La bozza riservata dice qualcosa di diverso

Il 15 settembre Euronews ha pubblicato i contenuti di una bozza riservata del regolamento. È una fonte secondaria su un testo non ancora pubblico, quindi va letta con cautela, ma le divergenze rispetto al discorso meritano attenzione.

Nella bozza le soglie sono quattro, non tre. Sotto i tre anni l’esclusione dai servizi ad alto rischio è totale. Fra tre e tredici anni resta l’accesso a servizi pensati per l’infanzia, sotto supervisione di un adulto. Fra tredici e quindici anni l’accesso ai social è limitato, con funzionalità ridotte e controllo dei genitori. Fra quindici e diciotto valgono i soli obblighi di progettazione sicura.

La differenza sostanziale sta nella formula. Von der Leyen ha parlato di divieto dei social sotto i tredici anni e di nessun account personale sotto i quindici. La bozza descrive invece un divieto di aprire account senza l’approvazione dei genitori sotto i quindici anni: non la stessa cosa, sul piano giuridico. Il limite di un’ora al giorno, citato in aula, non compare nel documento riportato.

L’ambito è più largo di quanto si attendeva: social, piattaforme di condivisione video, giochi online, chatbot e compagni virtuali basati su IA. Restano esclusi i servizi educativi, quelli gestiti da autorità pubbliche e i sistemi di IA per uso d’ufficio o industriale.

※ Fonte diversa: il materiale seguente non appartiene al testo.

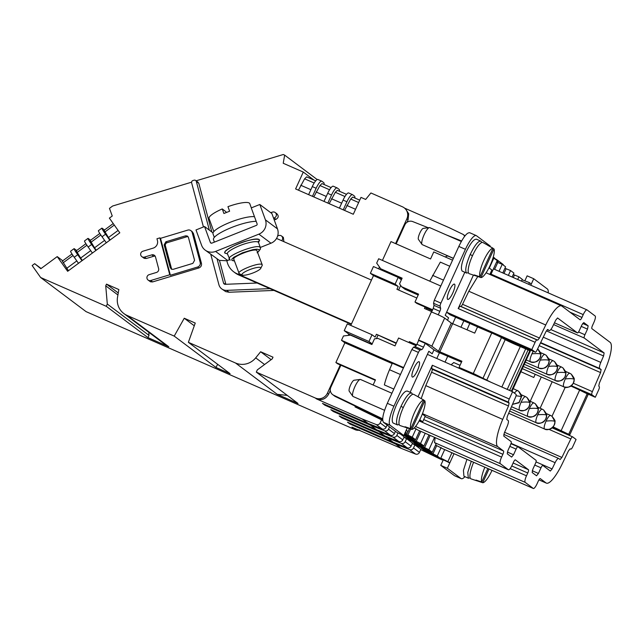 <?xml version="1.0" encoding="UTF-8"?>
<svg xmlns="http://www.w3.org/2000/svg" width="643" height="643" viewBox="0 0 643 643"><rect width="100%" height="100%" fill="white"/><g stroke="black" fill="none" stroke-linecap="round" stroke-linejoin="round"><path stroke-width="0.96" d="M226.191 212.528L225.878 211.668L222.253 208.943A21.661 4.614 160 0 0 209.063 218.475L213.846 231.584M242.154 274.955A10.031 2.138 -20 0 1 249.371 269.755A10.031 2.138 -20 0 1 260.624 267.592A10.031 2.138 -20 0 1 260.745 268.356A10.031 2.138 -20 0 1 252.12 273.283A10.031 2.138 -20 0 1 242.347 275.067A10.031 2.138 -20 0 1 242.154 274.955M251.317 207.882L249.765 203.622A21.661 4.614 160 0 0 249.355 203.1A21.661 4.614 160 0 0 227.952 206.676L229.607 211.217L223.909 213.492L222.253 208.943M242.347 275.067L239.453 273.805A12.378 2.636 -20 0 1 239.204 273.661C235.298 271.531 259.483 261.886 261.998 264.578A12.378 2.636 -20 0 1 262.231 264.876A12.378 2.636 -20 0 1 262.151 265.519L260.745 268.356M239.204 273.661L233.827 259.266M262.231 264.876L256.854 250.481C254.339 247.788 230.154 257.433 234.06 259.571M254.491 216.715A23.212 4.943 160 0 0 229.093 222.735A23.212 4.943 160 0 0 212.994 233.779L214.32 237.396M256.171 221.337A24.764 5.273 160 0 0 229.141 228.506A24.764 5.273 160 0 0 213.492 239.646L214.392 242.122M258.494 242.435L259.651 240.193L259.298 239.743C257.087 238.834 253.189 239.164 247.619 240.715C237.219 242.998 220.895 252.217 225.396 253.262L227.381 253.792M225.042 252.795L225.396 253.262M211.909 243.118L256.348 225.396A1.238 1.198 -53.1 0 0 257.079 223.804L251.268 207.898L259.82 204.49L265.414 219.834A11.14 10.786 126.9 0 1 258.888 234.148L215.59 251.413A11.14 10.786 126.9 0 1 201.597 245.272L196.002 229.937L204.546 226.529L210.349 242.435A1.238 1.198 -53.1 0 0 211.909 243.118M213.018 232.895L204.546 226.529M260.327 247.459L270.968 243.215A11.14 10.786 -53.1 0 0 276.546 238.449C278.29 235.362 278.612 232.187 277.495 228.9L271.893 213.564L259.82 204.49M225.388 253.229C219.568 250.055 255.552 235.708 259.29 239.71L259.651 240.193M205.165 250.095L219.319 260.383L226.891 260.761A11.14 10.786 -53.1 0 0 227.662 260.487L229.664 259.684M351.279 324.337L238.593 274.899A18.567 17.972 126.9 0 1 235.129 272.873L233.634 271.756A18.567 17.972 126.9 0 1 226.891 260.761M351.456 323.951L237.098 273.773A18.567 17.972 126.9 0 1 233.634 271.756M276.546 238.449L371.453 280.083M487.868 468.538L481.736 481.993A15.938 3.906 -66.3 0 1 484.862 467.212M477.178 480.466L477.01 480.827A16.477 4.043 -66.3 0 1 476.72 480.771A16.477 4.043 -66.3 0 1 476.439 480.618A16.477 4.043 -66.3 0 1 476.013 480.08L481.736 481.993M492.016 470.355A15.938 3.906 -66.3 0 1 482.732 482.74L477.01 480.827M482.732 482.74L488.985 469.028M476.72 480.771L471.014 478.858A17.023 4.179 -66.3 0 1 470.716 478.705A17.023 4.179 -66.3 0 1 473.626 462.285M470.194 477.942L468.289 478.143L467.791 472.324L471.287 461.256M553.285 426.944L569.778 434.821L553.044 427.217M571.024 386.13A17.023 0.948 24.5 0 1 579.624 390.1L588.232 394.328L569.778 434.821M551.75 294.398L547.201 292.428M466.931 459.351L463.434 470.371L463.933 476.23L468.466 478.255M520.91 371.71L533.77 377.489L535.217 374.314M524.849 280.846L527.131 275.839L533.722 278.732L547.434 289.029A17.948 4.405 113.7 0 1 548.222 292.854M522.084 279.753L529.438 282.663L531.295 284.061L530.78 285.219L533.722 278.732M461.28 478.681L454.689 475.788A17.948 4.405 113.7 0 1 454.464 475.659L461.063 478.553A17.948 4.405 113.7 0 0 461.28 478.681A17.948 4.405 113.7 0 0 464.921 476.696M461.063 478.553L447.351 468.257L449.891 462.695L440.809 458.105L442.014 459.89L420.715 449.618M454.464 475.659L440.76 465.363L447.351 468.257M440.76 465.363L443.292 459.801L442.28 459.311M454.014 453.685L449.899 462.703L454.014 453.685M410.773 428.672A15.938 3.906 -66.3 0 1 414.582 412.332A15.938 3.906 -66.3 0 1 423.809 400.067L410.773 428.672L405.05 426.759A16.477 4.043 -66.3 0 0 405.468 427.306A16.477 4.043 -66.3 0 0 405.757 427.458L400.042 425.545A17.023 4.179 -66.3 0 1 399.753 425.385A17.023 4.179 -66.3 0 1 403.249 407.622A17.023 4.179 -66.3 0 1 413.722 394.376L418.995 397.278A16.477 4.043 -66.3 0 1 419.115 397.358A16.477 4.043 -66.3 0 1 419.365 397.607M423.809 400.067L418.545 397.157A16.477 4.043 -66.3 0 1 418.995 397.278M406.207 427.153L406.046 427.515A16.477 4.043 -66.3 0 1 405.757 427.458M424.806 400.814A15.938 3.906 -66.3 0 1 420.996 417.154A15.938 3.906 -66.3 0 1 411.769 429.428L424.806 400.814L423.737 400.219M411.769 429.428L406.046 427.515M479.967 276.836A15.938 3.906 -66.3 0 1 483.777 260.495A15.938 3.906 -66.3 0 1 493.012 248.222L479.967 276.836L474.245 274.923A16.477 4.043 -66.3 0 0 474.671 275.461A16.477 4.043 -66.3 0 0 474.952 275.614L469.245 273.701A17.023 4.179 -66.3 0 1 468.948 273.548A17.023 4.179 -66.3 0 1 472.452 255.785A17.023 4.179 -66.3 0 1 482.917 242.532L488.198 245.441A16.477 4.043 -66.3 0 1 488.318 245.513A16.477 4.043 -66.3 0 1 488.559 245.763M493.012 248.222L487.74 245.313A16.477 4.043 -66.3 0 1 488.198 245.441M475.41 275.308L475.241 275.67A16.477 4.043 -66.3 0 1 474.952 275.614M492.94 248.383L494.001 248.97A15.938 3.906 -66.3 0 1 490.191 265.31A15.938 3.906 -66.3 0 1 480.964 277.583L475.241 275.67M480.964 277.583L494.001 248.97M360.643 379.547A9.283 2.275 113.7 0 0 360.53 379.483A9.283 2.275 113.7 0 0 360.184 379.442L354.06 380.23A6.068 1.487 113.7 0 0 350.483 385.213A6.068 1.487 113.7 0 0 349.237 391.217L352.798 396.265A9.283 2.275 113.7 0 0 352.951 396.418A9.283 2.275 113.7 0 0 353.063 396.49A9.283 2.275 113.7 0 0 353.192 396.522M429.837 227.702A9.283 2.275 113.7 0 0 429.725 227.638A9.283 2.275 113.7 0 0 429.379 227.598L423.255 228.386A6.068 1.487 113.7 0 0 419.686 233.369A6.068 1.487 113.7 0 0 418.432 239.381L422.001 244.42A9.283 2.275 113.7 0 0 422.154 244.573A9.283 2.275 113.7 0 0 422.266 244.645A9.283 2.275 113.7 0 0 422.387 244.686M399.231 424.621L397.318 424.83C395.606 422.322 396.844 416.142 401.039 406.296C405.669 396.779 409.253 392.367 411.801 393.05L412.493 394.4M407.228 391.016L411.801 393.05M468.425 272.785L466.521 272.986C464.809 270.478 466.046 264.297 470.242 254.451C474.872 244.935 478.456 240.522 480.996 241.213L481.687 242.556M476.431 239.172L480.996 241.213M421.792 349.559L415.201 346.665L413.537 347.156L420.136 350.049L421.792 349.559A3.094 0.756 113.7 0 0 423.488 347.188L425.256 343.322L418.657 340.428A7.427 0.418 24.5 0 1 418.497 340.243A7.427 0.418 24.5 0 1 423.761 342.197A7.427 0.418 24.5 0 1 431.847 346.215L438.502 351.215L451.314 323.091L474.711 333.114L477.532 326.933L491.75 333.01A9.283 0.514 24.5 0 1 492.948 333.532A9.283 0.514 24.5 0 1 501.492 337.615L505.213 339.625A10.835 0.603 24.5 0 0 515.18 344.399L530.403 350.877L511.949 391.37L510.984 391.04M461.803 369.468L459.078 367.418L474.494 374.025L486.759 380.117L505.213 339.625M491.477 382.489A10.835 0.603 24.5 0 1 486.759 380.117M501.355 386.821L511.949 391.37M360.184 379.442A9.283 2.275 113.7 0 0 354.711 387.07A9.283 2.275 113.7 0 0 352.798 396.265M429.379 227.598A9.283 2.275 113.7 0 0 423.906 235.225A9.283 2.275 113.7 0 0 422.001 244.42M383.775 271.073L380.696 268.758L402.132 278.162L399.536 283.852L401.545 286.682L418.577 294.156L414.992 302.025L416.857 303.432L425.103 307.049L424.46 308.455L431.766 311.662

Sul piano degli obblighi, la bozza vieta scorrimento infinito, notifiche artificiali e alcuni meccanismi di ricompensa. Impone sistemi di raccomandazione che non costruiscano catene di suggerimenti basate solo sul coinvolgimento. Richiede impostazioni rischiose disattivate di default e profili dei minori privati. La verifica dell’età avverrebbe alla creazione dell’account, con l’app europea o soluzioni nazionali, e in forma proporzionata per gli account già esistenti.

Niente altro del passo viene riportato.